MBA Startup: Doximity
What would you do if your business gained 500,000 members in just four years? Probably drop your jaw in amazement and disbelief. Well, that rapid growth was a reality for Doximity, America’s largest social networking service for U.S. clinicians. In just a few years, more than 60 percent of U.S. doctors became verified members of Doximity—that’s more members than the American Medical Association and more users than Epic.
It’s an impressive resumé for any new startup. Founded in 2011 by Nate Gross (an MBA grad from Harvard Business School) and Jeff Tangney (an MBA graduate from Stanford Graduate School of Business), Doximity offers doctors a an alternative platform to LinkedIn that is compliant with the was the nation’s first Health Insurance Portability and Accountability Act (HIPAA), and it’s been growing like crazy.
Inside Doximity
If you’re not a doctor, you’ve probably never heard of Doximity—an online communication and learning platform for doctors—and that’s okay. Doximity is made just for physicians as a way to share casework, find referrals and communicate online.
Doximity is a whole care coordination platform that connects doctors, physicians and nurses around the country so that the entire medical sector works better. There are four distinct features that make up Doximity:
- Healthcare Directory: The healthcare directory helps doctors search, find and reach any other healthcare provider instantly.
- CME/CE: Doctors can earn medical education credits through the platform.
- Fax Machine: Some hospitals, pharmacies and offices can’t fulfill a prescription or offer a service without a referral fax. Doximity lets users send faxes online.
- Job & Salary Comparison: Using Doximity, doctors can compare salaries and research jobs around the United States to negotiate the best position. To date, doctors have used Doximity to research 215,000 job opportunities.
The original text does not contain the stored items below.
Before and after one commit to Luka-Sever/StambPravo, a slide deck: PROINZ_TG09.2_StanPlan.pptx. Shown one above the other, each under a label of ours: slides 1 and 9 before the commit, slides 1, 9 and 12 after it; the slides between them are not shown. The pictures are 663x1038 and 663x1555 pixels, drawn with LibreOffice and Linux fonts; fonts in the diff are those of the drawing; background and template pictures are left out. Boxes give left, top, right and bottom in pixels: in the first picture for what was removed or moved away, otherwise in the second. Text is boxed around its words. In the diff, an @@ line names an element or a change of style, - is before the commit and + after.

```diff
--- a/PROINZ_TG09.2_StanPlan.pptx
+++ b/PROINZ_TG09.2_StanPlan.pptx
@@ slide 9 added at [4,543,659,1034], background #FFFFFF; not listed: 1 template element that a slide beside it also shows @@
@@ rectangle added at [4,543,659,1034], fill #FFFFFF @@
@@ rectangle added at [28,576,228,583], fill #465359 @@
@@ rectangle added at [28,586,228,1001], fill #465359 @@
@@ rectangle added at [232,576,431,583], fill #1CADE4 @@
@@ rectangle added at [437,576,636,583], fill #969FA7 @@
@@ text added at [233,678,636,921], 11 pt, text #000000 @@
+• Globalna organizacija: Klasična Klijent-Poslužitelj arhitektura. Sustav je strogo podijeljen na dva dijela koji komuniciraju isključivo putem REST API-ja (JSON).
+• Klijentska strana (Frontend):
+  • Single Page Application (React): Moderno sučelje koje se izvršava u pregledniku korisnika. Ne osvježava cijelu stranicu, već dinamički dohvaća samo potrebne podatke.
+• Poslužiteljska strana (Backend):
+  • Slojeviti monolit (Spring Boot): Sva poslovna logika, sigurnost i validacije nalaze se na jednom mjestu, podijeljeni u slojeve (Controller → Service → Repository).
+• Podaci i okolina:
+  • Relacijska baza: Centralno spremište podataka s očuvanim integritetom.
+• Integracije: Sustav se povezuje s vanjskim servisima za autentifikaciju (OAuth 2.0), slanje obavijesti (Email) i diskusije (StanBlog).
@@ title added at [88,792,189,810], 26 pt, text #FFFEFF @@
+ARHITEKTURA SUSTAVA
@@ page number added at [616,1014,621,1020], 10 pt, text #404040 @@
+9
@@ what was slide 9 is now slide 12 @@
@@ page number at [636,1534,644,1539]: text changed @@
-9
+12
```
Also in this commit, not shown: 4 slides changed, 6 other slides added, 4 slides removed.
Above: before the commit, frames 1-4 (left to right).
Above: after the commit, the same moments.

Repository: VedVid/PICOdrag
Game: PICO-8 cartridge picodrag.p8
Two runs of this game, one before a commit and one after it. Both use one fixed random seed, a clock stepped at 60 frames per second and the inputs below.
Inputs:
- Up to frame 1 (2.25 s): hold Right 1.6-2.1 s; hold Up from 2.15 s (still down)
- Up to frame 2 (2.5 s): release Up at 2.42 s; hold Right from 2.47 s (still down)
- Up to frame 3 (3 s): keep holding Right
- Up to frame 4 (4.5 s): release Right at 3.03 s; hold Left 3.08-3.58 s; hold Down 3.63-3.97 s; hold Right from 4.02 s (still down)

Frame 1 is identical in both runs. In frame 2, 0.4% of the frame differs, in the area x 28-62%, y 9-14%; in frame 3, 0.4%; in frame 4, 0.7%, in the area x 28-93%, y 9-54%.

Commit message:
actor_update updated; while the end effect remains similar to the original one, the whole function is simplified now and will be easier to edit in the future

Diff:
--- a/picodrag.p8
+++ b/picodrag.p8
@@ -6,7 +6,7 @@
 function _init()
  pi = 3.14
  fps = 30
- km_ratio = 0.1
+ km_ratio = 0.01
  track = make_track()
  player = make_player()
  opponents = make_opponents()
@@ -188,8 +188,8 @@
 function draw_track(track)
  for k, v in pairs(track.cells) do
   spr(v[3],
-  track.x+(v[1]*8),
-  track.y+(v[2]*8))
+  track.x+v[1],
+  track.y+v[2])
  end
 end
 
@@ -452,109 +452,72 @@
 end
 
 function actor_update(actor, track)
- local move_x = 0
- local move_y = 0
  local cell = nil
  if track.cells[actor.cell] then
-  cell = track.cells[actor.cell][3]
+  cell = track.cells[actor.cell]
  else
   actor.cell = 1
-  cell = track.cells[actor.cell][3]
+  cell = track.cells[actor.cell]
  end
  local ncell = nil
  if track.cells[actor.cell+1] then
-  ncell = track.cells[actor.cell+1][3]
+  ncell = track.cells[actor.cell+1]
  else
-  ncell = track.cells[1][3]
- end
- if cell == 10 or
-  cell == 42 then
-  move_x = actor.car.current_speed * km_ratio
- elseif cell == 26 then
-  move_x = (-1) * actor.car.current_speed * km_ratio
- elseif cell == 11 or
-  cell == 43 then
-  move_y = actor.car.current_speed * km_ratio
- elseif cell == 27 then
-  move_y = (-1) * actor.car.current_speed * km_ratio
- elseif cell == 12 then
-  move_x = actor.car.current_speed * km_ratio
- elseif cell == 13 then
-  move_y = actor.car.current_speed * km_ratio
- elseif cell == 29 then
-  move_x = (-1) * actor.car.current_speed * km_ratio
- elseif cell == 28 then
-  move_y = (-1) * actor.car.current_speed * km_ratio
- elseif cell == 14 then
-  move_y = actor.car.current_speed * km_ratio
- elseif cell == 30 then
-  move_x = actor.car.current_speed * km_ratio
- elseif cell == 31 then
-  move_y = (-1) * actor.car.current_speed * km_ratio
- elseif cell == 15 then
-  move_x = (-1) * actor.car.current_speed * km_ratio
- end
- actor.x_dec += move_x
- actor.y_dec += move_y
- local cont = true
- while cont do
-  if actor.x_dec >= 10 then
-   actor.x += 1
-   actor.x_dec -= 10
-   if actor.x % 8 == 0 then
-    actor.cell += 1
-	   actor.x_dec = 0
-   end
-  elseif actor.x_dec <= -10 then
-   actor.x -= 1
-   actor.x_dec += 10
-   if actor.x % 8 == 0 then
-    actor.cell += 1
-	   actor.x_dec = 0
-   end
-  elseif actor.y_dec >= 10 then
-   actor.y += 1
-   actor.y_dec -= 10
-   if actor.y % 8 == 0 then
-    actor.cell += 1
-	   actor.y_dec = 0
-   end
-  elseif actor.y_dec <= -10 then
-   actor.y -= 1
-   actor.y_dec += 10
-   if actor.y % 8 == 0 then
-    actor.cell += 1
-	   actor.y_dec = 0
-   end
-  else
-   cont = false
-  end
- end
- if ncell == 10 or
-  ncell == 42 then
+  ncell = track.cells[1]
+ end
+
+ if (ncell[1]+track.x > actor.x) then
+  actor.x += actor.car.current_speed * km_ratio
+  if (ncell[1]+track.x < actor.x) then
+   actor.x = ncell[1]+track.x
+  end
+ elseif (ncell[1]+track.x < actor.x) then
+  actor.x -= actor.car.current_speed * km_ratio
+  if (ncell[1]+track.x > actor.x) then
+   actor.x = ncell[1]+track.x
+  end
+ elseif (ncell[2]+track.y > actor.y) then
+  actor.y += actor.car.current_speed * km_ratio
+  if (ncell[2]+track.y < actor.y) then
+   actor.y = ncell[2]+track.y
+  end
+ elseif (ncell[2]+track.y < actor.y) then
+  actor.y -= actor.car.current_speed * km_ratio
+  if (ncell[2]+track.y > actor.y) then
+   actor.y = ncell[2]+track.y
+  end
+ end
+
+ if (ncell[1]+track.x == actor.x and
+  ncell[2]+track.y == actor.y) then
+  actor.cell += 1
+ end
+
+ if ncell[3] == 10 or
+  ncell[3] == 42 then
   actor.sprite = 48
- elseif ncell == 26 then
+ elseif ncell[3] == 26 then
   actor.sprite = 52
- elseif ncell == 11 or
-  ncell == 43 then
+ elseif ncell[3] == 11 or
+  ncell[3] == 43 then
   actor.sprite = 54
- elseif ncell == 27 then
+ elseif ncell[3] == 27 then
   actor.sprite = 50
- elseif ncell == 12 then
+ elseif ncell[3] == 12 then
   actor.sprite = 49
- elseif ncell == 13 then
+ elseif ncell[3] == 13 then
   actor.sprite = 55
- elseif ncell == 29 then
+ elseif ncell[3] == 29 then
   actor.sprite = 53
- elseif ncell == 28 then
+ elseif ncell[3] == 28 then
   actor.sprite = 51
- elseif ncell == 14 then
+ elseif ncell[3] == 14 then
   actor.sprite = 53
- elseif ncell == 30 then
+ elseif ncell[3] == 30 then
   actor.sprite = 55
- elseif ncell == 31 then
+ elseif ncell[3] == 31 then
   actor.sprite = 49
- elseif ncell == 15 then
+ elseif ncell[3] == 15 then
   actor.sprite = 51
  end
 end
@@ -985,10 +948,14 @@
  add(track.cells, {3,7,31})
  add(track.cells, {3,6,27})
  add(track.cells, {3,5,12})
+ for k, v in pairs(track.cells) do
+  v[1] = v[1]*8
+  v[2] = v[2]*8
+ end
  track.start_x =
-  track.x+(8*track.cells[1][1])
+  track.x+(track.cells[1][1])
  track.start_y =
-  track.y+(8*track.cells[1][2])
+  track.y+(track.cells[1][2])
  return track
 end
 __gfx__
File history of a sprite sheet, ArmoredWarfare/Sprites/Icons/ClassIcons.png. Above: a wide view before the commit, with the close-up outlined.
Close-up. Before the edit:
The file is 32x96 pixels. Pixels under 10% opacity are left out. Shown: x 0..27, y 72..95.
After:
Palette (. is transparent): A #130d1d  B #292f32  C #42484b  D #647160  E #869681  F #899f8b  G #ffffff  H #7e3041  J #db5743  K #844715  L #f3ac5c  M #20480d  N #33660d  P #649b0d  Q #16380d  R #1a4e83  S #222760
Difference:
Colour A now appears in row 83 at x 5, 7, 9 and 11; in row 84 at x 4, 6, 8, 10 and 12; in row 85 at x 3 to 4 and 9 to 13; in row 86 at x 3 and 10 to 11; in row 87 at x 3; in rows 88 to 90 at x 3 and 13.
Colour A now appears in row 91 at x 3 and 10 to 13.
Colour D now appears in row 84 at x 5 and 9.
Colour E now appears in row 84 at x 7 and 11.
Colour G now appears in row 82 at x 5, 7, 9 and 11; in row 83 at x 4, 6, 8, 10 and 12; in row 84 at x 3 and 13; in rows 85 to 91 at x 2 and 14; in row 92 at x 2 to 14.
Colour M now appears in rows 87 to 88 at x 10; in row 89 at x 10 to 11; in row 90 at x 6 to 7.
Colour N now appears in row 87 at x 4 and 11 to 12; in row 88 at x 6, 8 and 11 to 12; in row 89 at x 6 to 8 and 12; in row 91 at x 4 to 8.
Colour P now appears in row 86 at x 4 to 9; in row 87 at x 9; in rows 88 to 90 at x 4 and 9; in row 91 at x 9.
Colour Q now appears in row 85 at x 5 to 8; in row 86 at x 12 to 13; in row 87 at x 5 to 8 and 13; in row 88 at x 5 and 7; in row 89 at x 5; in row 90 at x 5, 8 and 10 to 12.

In addition to offering these simple but valuable tools, Doximity is also committed to a mobile-first ideology and is available for both iOS and Android phones. This is based on the understanding that doctors are mobile by nature—indeed, they conduct 70 percent of their activity on mobile devices.
Doximity’s Funding
Doximity didn’t just grow on its own. The company received some significant funding to get where it is.
- In March 2011, Doximity received $10.8 million in venture capital funding from Emergence Capital Partners and Interwest Partners.
- In September 2012, it received another $17 million from Morgenthaler Ventures.
- Then, in April 2014, Doximity raised $54 million through Draper Fisher Jurvetson and the mutual fund company T. Rowe Price.
Why Is Doximity Successful?
Communication in healthcare has long been behind the times. For example, many hospitals and clinicians still have to fax medical records. And, according to recent statistics, only one-third of faxed medical records make it to their end destination. The reality is that medical mistakes don’t just cost money; they cost lives. Between 210,000 to 440,000 patients die from preventable harm in hospitals each year, but Doximity is working to change that.
Doximity is unique in that it fills a hole in the medical industry. Doximity serves doctors not only as a professional network and profile page, but also as a way to find specialists for patients, a Rolodex, a CME tool, a news portal, an email and text service and a virtual lounge. And its value hinges around the fact that the network is just for doctors.
While doctors can use LinkedIn and Facebook for social networking, Doximity offers a different experience. It conforms to HIPAA privacy laws so that doctors can communicate on special forums, receive research alerts and gain medical education credits safely and efficiently.
Doximity also understands the challenges that doctors face, because the company listens to and implements physician feedback. There are five doctors on staff, plus advisory boards, monthly and annual physician meetings and more. All of this information goes into creating a product that meets physicians’ needs.
“We seek a lot of live feedback, too—an annual weekend with doctors, monthly dinners and such,” Doximity CEO Tangney told Tech Crunch. “Some of our best ideas have come from just listening to doctors talk over dinner. Some of our best ideas—like continuing medical education credits, referral templates, efax, hospital ranking surveys and online schedules—have come from these sessions.”
Another example is secure email. Under HIPAA laws, doctors are banned from using email, but Doximity makes it possible. “I’d say the main reason we’ve grown so fast is secure email,” Tangney said. “I can’t imagine doing my job without email, but, in fact, that’s what we ask every U.S. doctor to do. It’s a little crazy when you think about it.”
What’s Next for Doximity?
There’s no doubt that Doximity’s network will continue to grow, especially since it is so easy for doctors to sign up. Every physician in the United States already has a profile on Doximity; doctors just need to go online to claim their own in a simple three-step verification process.
“When you are trying to grow any network, you benefit from having as many users as possible as early as possible,” Gross told The Boss Magazine. “There’s no point in having a network for doctors if you can only reach five percent of those in the field. So we created the entire network in advance.”
For now, though, Doximity’s attention is solely focused on the U.S. market. “More startups die of ingestion than starvation,” explained Grow. “This was a recipe of timing, vision and getting the people right. We’re going to maintain the focus on these three components to continue to set the precedence for healthcare communication going forward.”